In that time, according to a phone conversation I had recently with Dolores Vellutini, the structure, which was already in disrepair, was photographed and catalogued and moved temporarily into her four-car garage until a suitable arrangement for the structures could be found (and the funds needed could be raised).
Romano Gabriel (1887-1977) was from Mura (province of Brescia, in the region of Lombardy) in Northern Italy. He came to the U.S. in 1913, eventually settling in Eureka, where he worked as a gardener. He was drafted into World War I and returned to Italy for some period of time after the war—it seems he returned to Mura to marry, but that his betrothed had since found another mate.
Most accounts make him out to be a solitary man (it’s not uncommon for folks still today to refer to him as a “recluse” or a “crazy man”). And yet his vibrant garden suggests a person with a keen sense of community.
First, on multiple levels the Wooden Garden was in and of itself a dynamic and living space. Made from scrap wood, mostly salvaged from
California produce crates [11], Gabriel created a colorful Italian-American neighborhood village, a place that, as long as his health allowed, he was adding to or restructuring.
Red, white, and blue dominate the color scheme, and the figures are caricaturized as heavily ethnic, with thick eyebrows and big noses.
Certain faces capture real people that Gabriel knew, especially back in Italy. There are “Italian salami” hanging to dry on one side, and dancers lined up on the other.

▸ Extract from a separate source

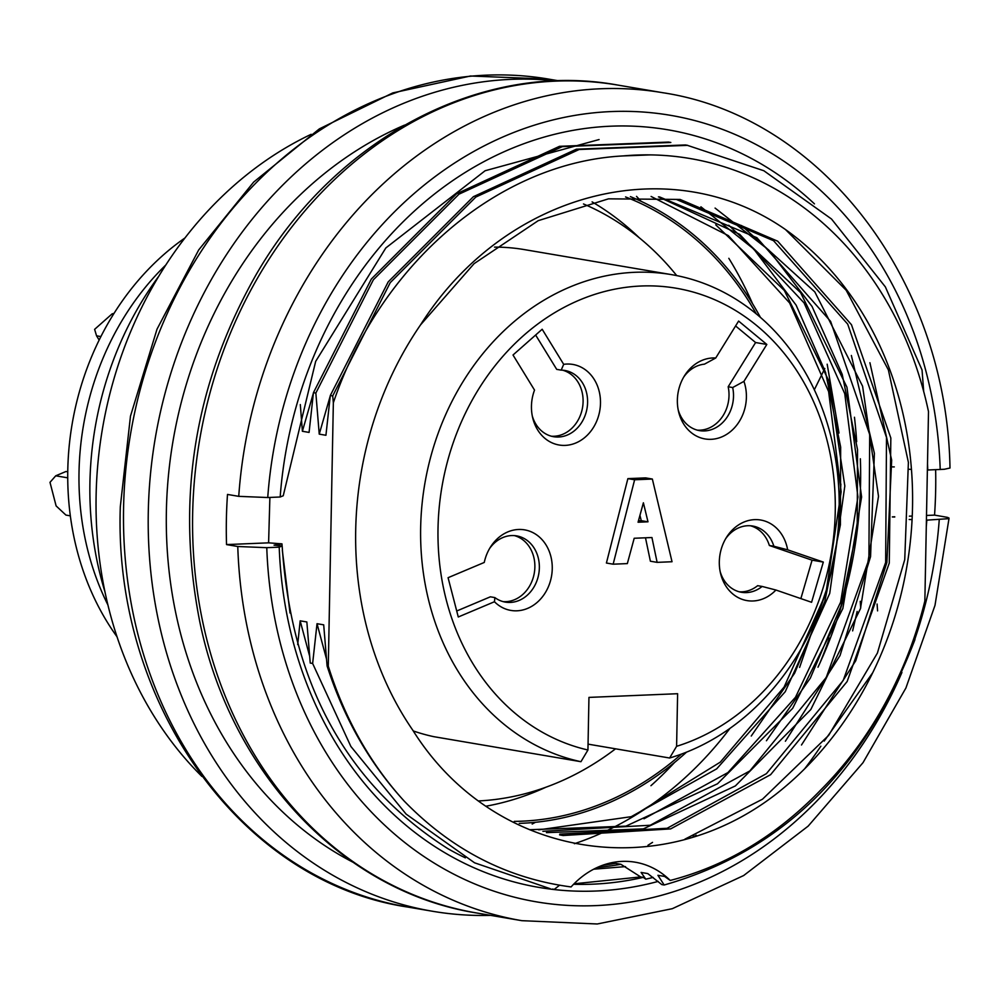 <?xml version="1.0" encoding="UTF-8"?>
<svg xmlns="http://www.w3.org/2000/svg" width="1000" height="1000" viewBox="0 0 1000 1000"><rect width="100%" height="100%" fill="white"/><g stroke="black" fill="none" stroke-linecap="round" stroke-linejoin="round"><path stroke-width="1.5" d="M158.613 276.462A310.75 260.975 99.7 0 0 89.925 482.6A310.75 260.975 99.7 0 0 104.975 591.862M311.163 134.3A377.938 317.4 99.7 0 0 96.112 495.662A377.938 317.4 99.7 0 0 201.938 776.45M532.175 824.05A377.938 317.4 99.7 0 0 535.438 822.288M641.05 201.3A377.938 317.4 99.7 0 0 636.525 196.375M650.938 785.7A377.938 317.4 99.7 0 0 674.55 762.475M752.575 303.738A377.938 317.4 99.7 0 0 728.825 258.325M556.6 80.938A419.925 352.663 99.7 0 0 148.287 512.05A419.925 352.663 99.7 0 0 432.525 911.263A419.925 352.663 99.7 0 0 490.6 915.362M693.05 836.762A419.925 352.663 99.7 0 0 693.975 836.012M819.95 662.975A419.925 352.663 99.7 0 0 829.463 638.138M856.663 441.688A419.925 352.663 99.7 0 0 854.463 417.25M352.788 862.125A398.512 334.675 -80.3 0 1 167.45 487.413A398.512 334.675 -80.3 0 1 404.513 125.125M70.338 515.837L65.938 515.087L56.112 505.913L50 482.337L55.75 475.8L65.938 471.512L67.763 471.812M55.75 475.8L67.737 477.837M107.925 604.975A262.45 220.413 -80.3 0 1 165.738 265.062M117.05 636.812A262.45 220.413 -80.3 0 1 184.875 238.025M100.9 336.562L96.562 335.825L94.612 329.35L112.1 313.888L114.038 313.35M96.562 335.825L99.15 340.05M574.388 843.713A361.112 303.275 99.7 0 0 729.925 728.413M638.45 520.788L641.25 520.675L639.95 515.325M641.25 520.675L647.987 521.812L638.062 522.225L643.388 502.8L647.987 521.812M634.625 479.775L613.15 564.188L627.337 563.6L634.2 538.263L651.938 537.525L657.125 562.362L672.025 561.737L652.35 479.038L634.625 479.775L627.875 478.638L645.612 477.887L652.35 479.038M739.225 591.788A33.6 28.212 99.7 0 0 757.638 585.688L762.138 586.45A33.6 28.212 -80.3 0 1 741.462 592.288A33.6 28.212 -80.3 0 1 720.138 571.462M725.713 538.65A33.6 28.212 -80.3 0 1 752.725 526.05A33.6 28.212 -80.3 0 1 773.863 546.25L769.362 545.487A33.6 28.212 99.7 0 0 750.462 525.775M800.863 598.6L812.075 560.175L769.362 545.487M535.638 335.025L556.7 369.363L561.188 370.125A33.6 28.212 -80.3 0 1 564.85 370.462A33.6 28.212 -80.3 0 1 587.038 408.312A33.6 28.212 -80.3 0 1 553.587 436.7A33.6 28.212 -80.3 0 1 532.275 415.875M551.362 436.213A33.6 28.212 99.7 0 0 582.537 407.55A33.6 28.212 99.7 0 0 562.587 370.188M697.275 430.138A33.6 28.212 99.7 0 0 728.175 386.763L732.675 387.537A33.6 28.212 -80.3 0 1 699.513 430.625A33.6 28.212 -80.3 0 1 678.188 409.8M683.763 376.987A33.6 28.212 -80.3 0 1 704.45 364.162L715.713 358.013L738.612 321.075L766.825 344.45L743.938 381.375L732.675 387.537M728.175 386.763L755.6 342.537L735.588 325.962M489.625 548.475A33.6 28.212 -80.3 0 1 516.625 535.875A33.6 28.212 -80.3 0 1 538.8 573.725A33.6 28.212 -80.3 0 1 505.363 602.112A33.6 28.212 -80.3 0 1 494.875 597.587L490.375 596.812L456.725 611M503.125 601.625A33.6 28.212 99.7 0 0 534.312 572.962A33.6 28.212 99.7 0 0 514.362 535.6M627.875 478.638L606.413 563.038L613.15 564.188M657.125 562.362L650.387 561.213L645.487 537.788M773.863 546.25L787.65 549.825L823.312 562.075L812.075 560.175M762.138 586.45L775.925 590.025A40.862 34.325 99.7 0 1 720.525 573.288A40.862 34.325 99.7 0 1 726.688 537.05A40.862 34.325 99.7 0 1 761.762 520.225A40.862 34.325 99.7 0 1 787.65 549.825M823.312 562.075L811.587 602.288L775.925 590.025M563.688 364.338A40.862 34.325 99.7 0 1 600.188 397A40.862 34.325 99.7 0 1 572.812 444.075A40.862 34.325 99.7 0 1 532.663 417.7A40.862 34.325 99.7 0 1 534.525 390.1L513.013 355.012L542.175 329.25L563.688 364.338L561.188 370.125M715.713 358.013A40.862 34.325 99.7 0 0 684.737 375.387A40.862 34.325 99.7 0 0 678.575 411.625A40.862 34.325 99.7 0 0 722.85 436.425A40.862 34.325 99.7 0 0 743.938 381.375M766.825 344.45L755.6 342.537M494.462 601.737L458.275 616.987L448.075 577.7L484.263 562.45A40.862 34.325 99.7 0 1 490.588 546.888A40.862 34.325 99.7 0 1 539.725 537.325A40.862 34.325 99.7 0 1 543.8 595A40.862 34.325 99.7 0 1 494.462 601.737L494.875 597.587M676.6 746.312A235.162 197.5 99.7 0 0 803.25 381.312A235.162 197.5 99.7 0 0 475.112 394.975A235.162 197.5 99.7 0 0 587.938 750L588.95 697.4L677.613 693.713L676.6 746.312L669.613 758.012L588.05 744.137M587.938 750L580.95 761.7A247.763 208.075 -80.3 0 1 425.562 479.562A247.763 208.075 -80.3 0 1 671.45 274.625A247.763 208.075 -80.3 0 1 839.2 505.7A247.763 208.075 -80.3 0 1 669.613 758.012M580.95 761.7L433.75 736.663A247.763 208.075 -80.3 0 1 413.275 730.95M494.525 247.113A247.763 208.075 -80.3 0 1 524.25 249.587L671.45 274.625M676.725 275.613A308.65 259.212 99.7 0 0 583.488 203.962M478.85 800.925A308.65 259.212 99.7 0 0 615.55 748.812M486.2 806.162A321.25 269.788 99.7 0 0 545.763 787.288M639.225 237.75A321.25 269.788 99.7 0 0 592.1 201.887M950 468.013L944.35 469.275L927.375 470.025M599.087 139.55L485.112 170.75L385.825 247.963L315.675 361.362L283.238 495.763L280.175 497L267.738 497.525L238.738 496.35A419.925 352.663 -80.3 0 1 662.675 92.7L617.725 85.062A419.925 352.663 -80.3 0 0 199.638 439.913A419.925 352.663 -80.3 0 0 476.9 913.025C342.525 891.938 230.1 772.362 199.537 620.513C175.812 498.488 194.625 383.3 255.95 274.95C334.312 138.475 482.038 60.125 617.725 85.062M280.175 497A384.237 322.688 -80.3 0 1 480.838 163.3A384.237 322.688 -80.3 0 1 814.45 203.875M927.5 463.725A384.237 322.688 -80.3 0 1 927.775 470.037M911.425 469.387L908.925 469.288M514.263 821.388A321.25 269.788 99.7 0 0 681.513 754.062M756.363 313.975A321.25 269.788 99.7 0 0 625.55 196.938M630.4 196.625A323.35 271.55 -80.3 0 1 760.45 317.438M686.513 752.15A323.35 271.55 -80.3 0 1 519.275 823.375M926.413 520.175L948.263 518.688L949 518.038L947.362 517.35L934.55 515.112A419.925 352.663 -80.3 0 0 935.662 490.012A419.925 352.663 -80.3 0 0 935.638 469.712M238.738 496.35L227.5 494.438A419.925 352.663 -80.3 0 0 226.537 544.587L237.775 546.5L266.775 547.675L279.212 547.15L282.15 545.962L274.062 545.15L281.962 543.862L282.075 545.962M860.362 458.8A384.237 322.688 -80.3 0 1 860.575 483.625A384.237 322.688 -80.3 0 1 817.987 667.212M892.175 466.875L894.287 466.912M892.337 516.875L894.75 516.775M909.362 516.163L912.212 516.05M926.513 515.45L934.55 515.112M269.887 497.438L268.6 542.837L281.962 543.862M226.537 544.587L268.6 542.837M676.375 199.45L773.55 240.7L847.7 324.125L886.5 437.413L885.65 562.45L843.188 680.487L766.4 773.662L667.138 828.275L559.75 834.112M659.463 196.887L756.888 237.712L830.6 321.375L869.688 434.525L868.9 559.587L826.225 677.463L749.837 770.938L650.288 825.238L542.888 831.312M658.45 196.85L739.675 234.325L804.062 302.9L844.75 393.65L857.938 497.013L840.6 602.225L795.512 697.237L727.95 772.55L644 818.787M651.1 196.462L728.337 235.625L789.638 302.987L828.625 391.587L841.15 491.788L825.863 593.575L784.075 687.113L720.275 762.15L640.9 811.175M420.513 324.913A323.35 271.55 99.7 0 0 412.738 730.125C491.9 856.8 656.612 885.438 774.6 795.263A335.938 282.137 99.7 0 0 785.462 229.525C670.175 149 504.875 191.663 420.513 324.913L474.075 263.663L538.225 220.662L608.5 198.837L680.138 199.45L777.663 241.175L851.462 324.712L890.837 438.025L889.275 563.1L847.138 681.525L770.612 774.675L670.638 828.9L563.288 835.5M538.725 829.862L631.213 816.688L716.7 768.838L785.25 691.688L829.725 593.387L844.825 485.988L828.962 381.062L784.338 290.487L715.75 224.838M529.575 829.712L625.9 826.15L717.513 783.775L792.675 708.325L842.85 608.513L861.6 497.013L846.938 387.2L800.625 292.688L728.75 225.25M546.438 832.65L643.35 828.875L735.375 785.925L810.812 709.525L860.475 608.638L878.5 496.337L862.588 386.2L814.812 291.913L741.488 225.487M751.25 736.025L794.575 673.275L824.8 601.388L840.413 524.788L840.662 447.1L825.562 372.375L796.137 305.175L753.812 249.1L700.9 206.8M766.425 740.75L810.35 678.088L841.1 605.812L857.225 528.075L857.513 449.538L842.225 374.4L812.062 306.475L768.75 250.025L715.075 208.075M785.387 741.237L840.037 655.575L870.562 556.638L874.388 453.3L851.363 355.475M801.475 745L855.738 660.763L886.888 562.45L891.663 460.1L869.912 362.713M684.912 839.163L762.487 799.2L828.675 735.362L877.412 653.05L904.737 559.625L908.388 462.362L888.375 369.925L846.175 290.25L785.462 229.525M909.188 519.487L912.05 519.6M894.737 517.025L892.337 516.987M926.812 520.2A384.237 322.688 -80.3 0 1 926.3 526.538M658.15 881.413A384.237 322.688 -80.3 0 1 279.212 547.15M465.363 857.837A377.938 317.4 -80.3 0 1 448.113 848.812C346.6 784.362 291.275 683.413 282.15 545.962M872.7 672.75L825.263 739.625M650.475 154.887L623.112 155.925A365.337 306.825 99.7 0 1 690.037 158.525L689.45 158.425M330.262 395.887L319.237 434.137L325.925 435.275L330.312 395.513L332.7 395.925L333.35 402.738L328.288 666.125A377.938 317.4 99.7 0 0 404.25 801.125C451.637 849.862 507.25 878.462 571.087 886.938A88.188 74.062 -80.3 0 1 635.3 862.212A88.188 74.062 -80.3 0 1 670.225 880.45C726.35 865.888 776.475 835.763 820.625 790.1A365.337 306.825 99.7 0 0 924.862 600.938L928.5 411.625A365.337 306.825 99.7 0 0 690.037 158.525M877.087 604.025L877.575 610.875M313.412 393.025L302.387 431.275L300.312 404.575M302.387 431.275L309.075 432.413L313.45 392.65L371.35 279.025L456.512 193.837L559.5 146.325L668.363 142.088M313.45 392.65L315.85 393.05L373.35 279.8L458.988 194.175L562.325 146.625L670.537 142.487M319.237 434.137L315.85 393.05M330.312 395.513L388.2 281.887L473.363 196.713L576.35 149.2L685.212 144.963M923.688 391.488L922.05 370.025L885.35 286.875L831.525 219.025L763.838 170.738L687.4 145.35L579.175 149.488L475.838 197.037L390.213 282.663L332.7 395.925M333.35 402.738C380.613 263.387 498.7 162.463 623.112 155.925M404.25 801.125C369.625 763.35 343.9 718.275 327.088 665.925L328.288 666.125M282.325 550.25L290.025 613M860.25 601.337L860.713 607.9M857.15 611.462L852.638 630.887M297.7 644.575L300.163 620.837L309.55 655.825M550.125 888.675L474.55 862.8L406.1 814.087L350.887 746.475L312.638 663.462L310.238 663.05L306.85 621.962L300.163 620.837M552.5 889.075L554.3 889.375L559.525 885.238M312.638 663.462L317.025 623.7L326.413 658.688M327.088 665.925L323.7 624.837L317.025 623.7M915.925 632.212L914.887 639.763C865 769.75 781.425 851.5 664.163 885L657.938 875.3L664.625 876.438L670.225 880.45M664.163 885L661.787 884.587L647.763 873.575L641.087 872.438L645.8 879.175L643.263 877.375A377.938 317.4 -80.3 0 1 573.587 884.275M653.162 877.425L645.8 879.175M574.05 883.8L640.65 876.925L620.887 864.287A363.237 305.062 -80.3 0 1 597.337 867.412M643.263 877.375L640.65 876.925M593.675 869.2L625.525 866.6M620.887 864.287L615.538 863.375L602.362 865.362M609.712 864.338L608.275 863.512M824.8 368.5L814.438 389.562M548.612 79.088A419.925 352.663 99.7 0 0 123.575 507.837A419.925 352.663 99.7 0 0 407.8 907.062C240.613 882.325 113.212 702.688 120.312 506.7L130.475 416.138L157.012 329.175L198.713 249.913L253.663 182.075L319.363 128.875L392.788 92.912L470.462 76.013L548.625 79.1L559.062 80.862M696.2 835.188A398.938 335.037 -80.3 0 1 694.663 836.263M824.775 740.225A419.925 352.663 -80.3 0 1 824.225 741.075M820.863 746.162A419.925 352.663 -80.3 0 1 804.712 768.737M267.738 497.525A398.938 335.037 -80.3 0 1 611.125 111.575A398.938 335.037 -80.3 0 1 940.212 469.525M939.25 519.675A398.938 335.037 -80.3 0 1 915.075 638.438M901.938 672.45A398.938 335.037 -80.3 0 1 529.538 900.588A398.938 335.037 -80.3 0 1 266.775 547.675M949.013 518.45L934.987 605.388L905.913 688L863.012 762.675L808.162 826.125L743.662 875.537L672.312 908.688L597.238 923.988L521.85 920.675A419.925 352.663 -80.3 0 1 237.775 546.5M407.8 907.062L432.525 911.263M647.975 845.263L652.537 842.375M799.613 667.4L827.312 587.263M838.812 519.6L840.863 484.012M827.175 364.2L839.013 433.025M949.987 467.725C946.725 281.1 822.1 116.65 662.675 92.7M521.85 920.675L476.9 913.025M559.625 834.912L563.288 835.537M668.425 142.062L670.825 142.475M685.288 144.938L687.675 145.338"/></g></svg>

Much of it is constructed of bright flowers and abstract fruit trees, perhaps as a response to the coastal fog that surrounds Eureka, making for the dominance of Redwood trees over other vegetation. The Garden also contains more idiosyncratic horticultural details—e.g., upside-down mason jars with plastic flowers on display like a row of specimens in a lab.
In addition to the site itself being a representation of community and a dynamic, changing space, the relationship the site had (and has still) to the people of Eureka further helps explain the community–building nature of Gabriel’s work. Like other examples of vernacular architecture, Gabriel’s work drew people to it. Take, for instance, this telethon produced in 1981 (
click here [12] to watch video) that raised over $8,000 to help restore the Garden.
Currently, North Coast Dance, the Humboldt Arts Council, and Eureka Heritage Society are working on producing both a theatrical piece about Gabriel as well as a museum exhibit of his work. These projects point to ways the Wooden Sculpture Garden continues to inspire individuals and sustain communities.
Much more needs to be said about Gabriel and his art, especially in relation to other vernacular environments in the Golden State made by Italian Americans (but also in dialogue with other folk art spaces in the state such as Grandma Prisbey’s
Bottle Village [13] or Leonard Knight’s
Salvation Mountain [14]). Together these structures help mark the relationship individual creative expressions have to work, place, and community. Moreover, in relation to ethnicity, they illustrate how material culture is suggestive of immigrant ways of negotiating everyday life, ways that may have an impact well beyond the visible borders of knowing and being.
(Many thanks to Linda DeLong of the Humbolt County Historical Society, Jemima Harr of the Humboldt Arts Council, Phil Pasquini of San Francisco City College, and Dolores Vellutini.)